INTRODUCTION: Medical students may find practical aspects of the transition to FY1 doctor challenging. In recent years medical curriculums have been updated to address this issue by increasing the emphasis on assistantships and practical learning. We explored how prepared final year medical students felt for managing common scenarios in geriatrics, such as a patient with delirium or inpatient falls. This allowed us to develop a tailored teaching programme to be delivered by junior doctors with relevant practical experience.

METHODS:

1) We surveyed assistantship students in geriatrics to identify areas in which knowledge and confidence were lacking. We subsequently developed a tailored teaching programme to address these gaps, focusing on practical tasks and common scenarios.

2) We delivered teaching to 3 sets of assistantship students, each receiving two teaching sessions per week for their 4 week placement.

3) Quantitative & Qualitative (Likert Scale) feedback was sought using a standardised feedback form. We used QI methodology to update and improve our curriculum & delivery to match students’ learning needs.

RESULTS:

• Over the course of the teaching programme, 89 feedback forms were completed.

• 54.8% of students felt “unprepared” or “somewhat unprepared” whilst only 18% felt “prepared” or “somewhat prepared”.

• Following the teaching session, only 2.3 % felt “unprepared” or “somewhat unprepared. Those feeling “prepared” or “somewhat prepared” improved to 92%.

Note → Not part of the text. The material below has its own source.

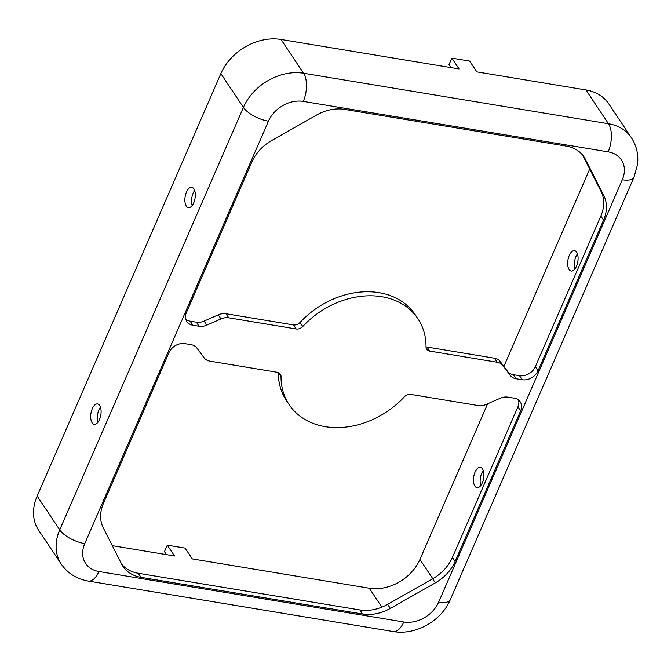 <?xml version="1.0" encoding="UTF-8"?>
<svg xmlns="http://www.w3.org/2000/svg" width="671" height="671" viewBox="0 0 671 671"><rect width="100%" height="100%" fill="white"/><g stroke="black" fill="none" stroke-linecap="round" stroke-linejoin="round"><path stroke-width="1.01" d="M100.465 407.163A10.317 5.007 -80.6 0 0 97.983 422.176M92.12 422.78A10.317 5.007 99.4 0 1 91.491 410.912A10.317 5.007 99.4 0 1 97.572 403.934A10.317 5.007 99.4 0 1 99.652 405.452A10.317 5.007 99.4 0 1 100.289 417.32A10.317 5.007 99.4 0 1 94.2 424.298A10.317 5.007 99.4 0 1 92.12 422.78M480.772 485.552A10.317 5.007 99.4 0 1 483.263 470.539M474.909 486.156A10.317 5.007 99.4 0 1 474.28 474.288A10.317 5.007 99.4 0 1 480.361 467.31A10.317 5.007 99.4 0 1 482.449 468.828A10.317 5.007 99.4 0 1 483.078 480.696A10.317 5.007 99.4 0 1 476.997 487.674A10.317 5.007 99.4 0 1 474.909 486.156M194.665 190.53A10.317 5.007 -80.6 0 0 192.183 205.536M186.32 206.148A10.317 5.007 99.4 0 1 185.682 194.28A10.317 5.007 99.4 0 1 191.772 187.301A10.317 5.007 99.4 0 1 193.852 188.811A10.317 5.007 99.4 0 1 194.489 200.679A10.317 5.007 99.4 0 1 188.4 207.658A10.317 5.007 99.4 0 1 186.32 206.148M574.972 268.912A10.317 5.007 99.4 0 1 577.454 253.906M569.109 269.524A10.317 5.007 99.4 0 1 568.471 257.656A10.317 5.007 99.4 0 1 574.561 250.677A10.317 5.007 99.4 0 1 576.641 252.187A10.317 5.007 99.4 0 1 577.278 264.055A10.317 5.007 99.4 0 1 571.189 271.034A10.317 5.007 99.4 0 1 569.109 269.524M289.167 404.688A77.4 60.096 -33.7 0 1 281.023 376.481A6.45 5.007 146.3 0 0 280.344 374.133A6.45 5.007 146.3 0 0 277.341 372.304L209.88 361.132A12.9 10.015 -33.7 0 1 204.085 357.777L196.871 348.023A12.9 10.015 146.3 0 0 191.067 344.668L184.835 343.636A12.9 10.015 146.3 0 0 168.991 352.619L103.493 503.267A38.7 30.052 146.3 0 0 103.275 527.859L121.526 563.892A38.7 30.052 146.3 0 0 122.944 566.324A38.7 30.052 146.3 0 0 140.985 577.32L362.592 614.007A38.7 30.052 146.3 0 0 390.337 608.396L435.353 582.847A38.7 30.052 146.3 0 0 455.123 561.484L520.629 410.845A12.9 10.015 146.3 0 0 520.226 401.828A12.9 10.015 146.3 0 0 514.212 398.163L507.972 397.131A12.9 10.015 146.3 0 0 500.222 398.247L486.072 404.462A12.9 10.015 -33.7 0 1 478.322 405.578L410.87 394.414A6.45 5.007 146.3 0 0 404.286 396.897A77.4 60.096 -33.7 0 1 325.267 426.681A77.4 60.096 -33.7 0 1 289.167 404.688L286.458 400.637A77.4 60.096 -33.7 0 1 278.314 372.564M608.178 151.881A20.642 10.015 -80.6 0 0 608.488 123.741A49.017 38.062 146.3 0 1 631.344 137.664L608.773 103.879A49.017 38.062 146.3 0 0 585.909 89.948L476.863 71.889L469.633 61.078L451.835 58.134L459.056 68.945L281.015 39.463A49.017 38.062 146.3 0 0 220.834 73.625L37.148 496.07A49.017 38.062 146.3 0 0 38.675 530.3L61.254 564.093C67.712 573.378 76.72 579.031 88.278 581.052L393.172 631.537C415.617 635.58 441.375 620.985 450.316 599.622L633.994 177.178A20.642 8.295 23.5 0 1 622.294 179.761A28.375 22.034 146.3 0 0 608.178 151.881L303.275 101.396A28.375 22.034 146.3 0 0 268.434 121.174L84.756 543.619A28.375 22.034 146.3 0 0 98.872 571.507L403.766 621.983A28.375 22.034 146.3 0 0 438.608 602.206L622.294 179.761M112.292 545.666L174.527 555.974L167.297 545.162L185.104 548.106L192.325 558.918L369.26 588.215A41.275 32.057 146.3 0 0 419.937 559.446L487.624 403.783M121.694 564.219A38.7 30.052 146.3 0 0 138.276 573.26L359.882 609.956A38.7 30.052 146.3 0 0 387.628 604.345L432.644 578.788A38.7 30.052 146.3 0 0 452.413 557.433L517.92 406.785A12.9 10.015 146.3 0 0 518.549 400.017M185.792 319.312A12.9 10.015 146.3 0 0 190.128 321.166L196.368 322.197A12.9 10.015 146.3 0 0 204.11 321.082L218.268 314.867A12.9 10.015 -33.7 0 1 226.018 313.751L293.47 324.923A6.45 5.007 146.3 0 0 300.054 322.441A77.4 60.096 -33.7 0 1 415.164 314.64L417.882 318.691A77.4 60.096 -33.7 0 1 426.026 346.899A6.45 5.007 146.3 0 0 426.706 349.247A6.45 5.007 146.3 0 0 429.708 351.084L497.161 362.248A12.9 10.015 -33.7 0 1 502.965 365.611L510.178 375.357A12.9 10.015 146.3 0 0 515.982 378.721L522.214 379.752A12.9 10.015 146.3 0 0 538.058 370.761L603.556 220.122A38.7 30.052 146.3 0 0 603.766 195.521L585.523 159.497A38.7 30.052 146.3 0 0 584.106 157.064A38.7 30.052 146.3 0 0 566.056 146.068L344.458 109.381A38.7 30.052 146.3 0 0 316.712 114.984L271.688 140.541A38.7 30.052 146.3 0 0 251.919 161.904L186.421 312.543A12.9 10.015 146.3 0 0 186.823 321.552A12.9 10.015 146.3 0 0 192.837 325.217L199.077 326.249A12.9 10.015 146.3 0 0 206.819 325.133L220.977 318.926A12.9 10.015 -33.7 0 1 228.727 317.811L296.179 328.975A6.45 5.007 146.3 0 0 302.764 326.492A77.4 60.096 -33.7 0 1 417.882 318.691M426.026 346.773A6.45 5.007 146.3 0 0 426.999 347.024L494.452 358.197A12.9 10.015 -33.7 0 1 500.256 361.56L507.469 371.306A12.9 10.015 146.3 0 0 513.273 374.661L519.505 375.701A12.9 10.015 146.3 0 0 535.341 366.71L600.847 216.062A38.7 30.052 146.3 0 0 601.057 191.47L582.814 155.437A38.7 30.052 146.3 0 0 582.646 155.11M503.862 366.433L589.7 169.025M451.835 58.134L449.008 64.626L450.996 67.612M167.297 545.162L164.47 551.663L166.467 554.64M278.431 372.606L281.023 376.481M582.814 155.437L585.523 159.497M601.057 191.47L603.766 195.521M600.847 216.062L603.556 220.122M535.341 366.71L538.058 370.761M519.505 375.701L522.214 379.752M513.273 374.661L515.982 378.721M507.469 371.306L510.178 375.357M500.256 361.56L502.965 365.611M494.452 358.197L497.161 362.248M426.999 347.024L429.708 351.084M300.054 322.441L302.764 326.492M293.47 324.923L296.179 328.975M226.018 313.751L228.727 317.811M218.268 314.867L220.977 318.926M204.11 321.082L206.819 325.133M196.368 322.197L199.077 326.249M190.128 321.166L192.837 325.217M517.92 406.785L520.629 410.845M452.413 557.433L455.123 561.484M432.644 578.788L435.353 582.847M387.628 604.345L390.337 608.396M359.882 609.956L362.592 614.007M138.276 573.26L140.985 577.32M381.891 607.121L369.26 588.215M432.803 578.704L419.937 559.446M403.766 621.983A20.642 10.015 99.4 0 1 393.172 631.537M438.608 602.206A20.642 8.295 23.5 0 0 450.316 599.622M98.872 571.507A20.642 10.015 99.4 0 1 88.278 581.052M84.756 543.619A20.642 8.295 -156.5 0 1 59.727 529.864A49.017 38.062 146.3 0 0 61.254 564.093M268.434 121.174A20.642 8.295 -156.5 0 1 243.405 107.419L59.727 529.864L37.148 496.07M303.275 101.396A20.642 10.015 -80.6 0 0 303.594 73.256A49.017 38.062 146.3 0 0 243.405 107.419L220.834 73.625M585.909 89.948L608.488 123.741L303.594 73.256L281.015 39.463M631.344 137.664C636.653 145.833 638.691 154.9 637.45 164.856L633.994 177.178"/></g></svg>

• 91% found the teaching relevant to their learning needs. • 91% rated teaching quality 5/5.

CONCLUSIONS: Students felt ill-equipped to manage many practical aspects of FY1. Junior Doctors are uniquely placed to address the practical knowledge gaps final year medical students may have. Our teaching programme greatly improved the students’ confidence on practical tasks and scenarios commonly encountered while working as an FY1 doctor. It was a valuable supplement to assistantship placements, and will be incorporated for future years.